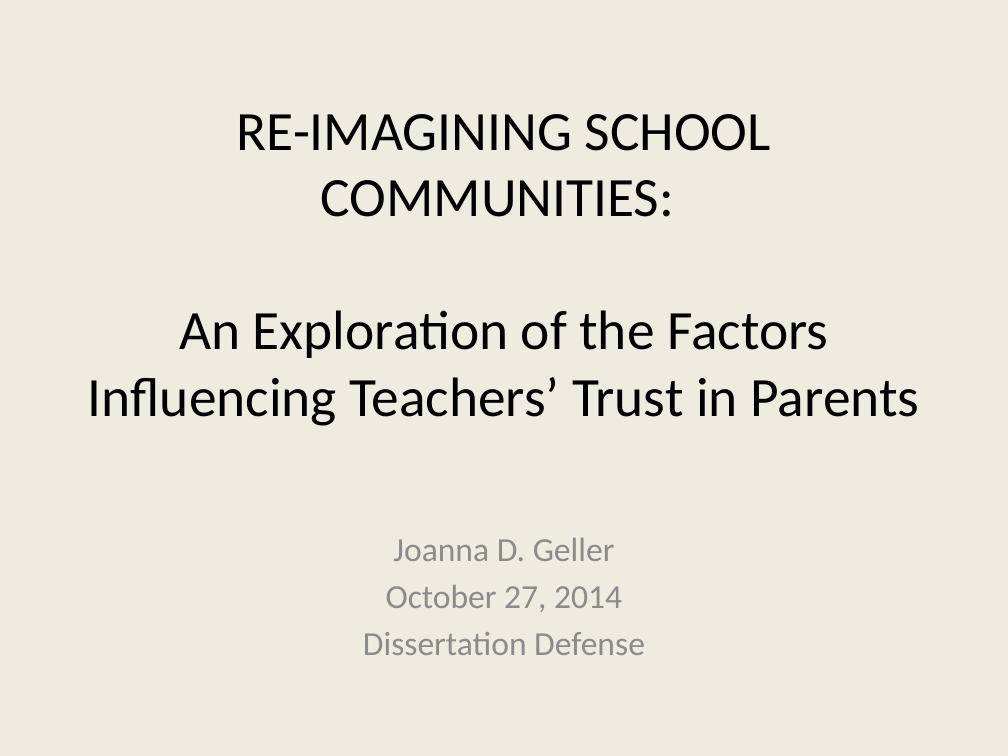
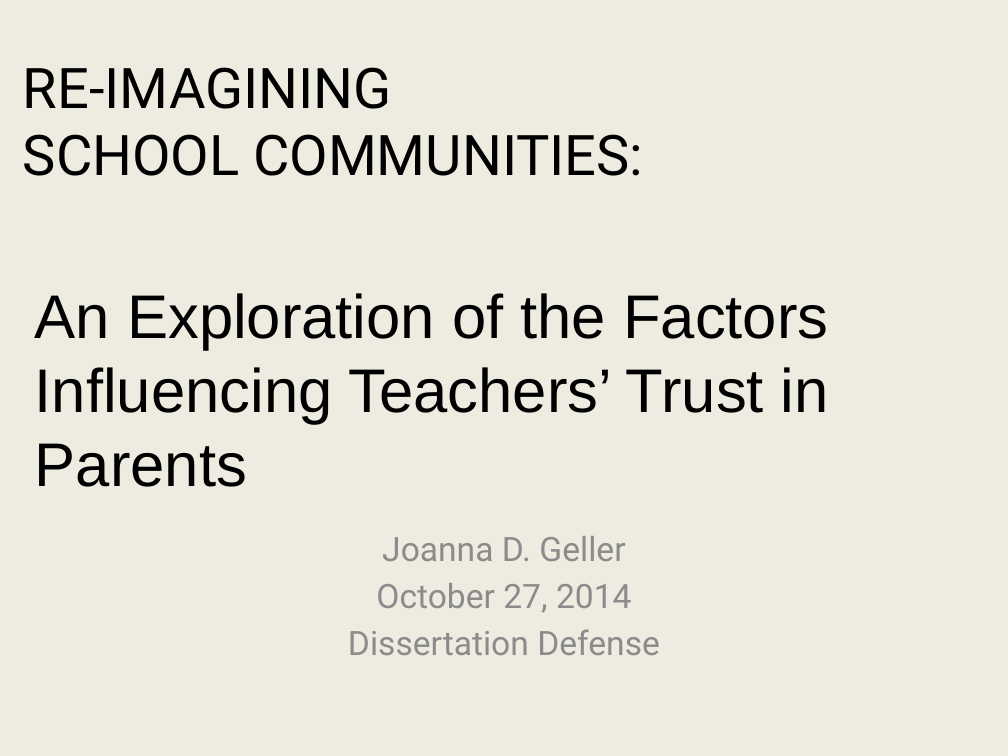
Before and after one commit to jdgeller/Dissertation_Power_Point, a slide deck: slide 1 of Dissertation Defense_100314.pptx. Drawn at 1008x756 pixels with LibreOffice and Linux fonts; fonts in the diff are those of the drawing. Boxes give left, top, right and bottom in pixels: in the first picture for what was removed or moved away, otherwise in the second. Text is boxed around its words. In the diff, an @@ line names an element or a change of style, - is before the commit and + after.

Commit message:
begin changes

```diff
--- a/Dissertation Defense_100314.pptx
+++ b/Dissertation Defense_100314.pptx
@@ text added at [23,67,643,176], 40 pt, text #000000 @@
+RE-IMAGINING
+SCHOOL COMMUNITIES:
@@ title at [35,293,829,487]: text changed; size 39.6 to 44 pt; font Calibri to Arial @@
-RE-IMAGINING SCHOOL COMMUNITIES:
-An Exploration of the Factors Influencing Teachers’ Trust in Parents
+An Exploration of the Factors Influencing Teachers’ Trust in Parents
@@ subtitle "Joanna D. Geller" at [348,536,660,655]: font Calibri to Roboto @@
```

### WHAT YOU HAVE TO DO
Copy out every line of the data that includes the word "SCHOOL".

### SOLUTION TO THIS PROBLEM
+SCHOOL COMMUNITIES:
-RE-IMAGINING SCHOOL COMMUNITIES:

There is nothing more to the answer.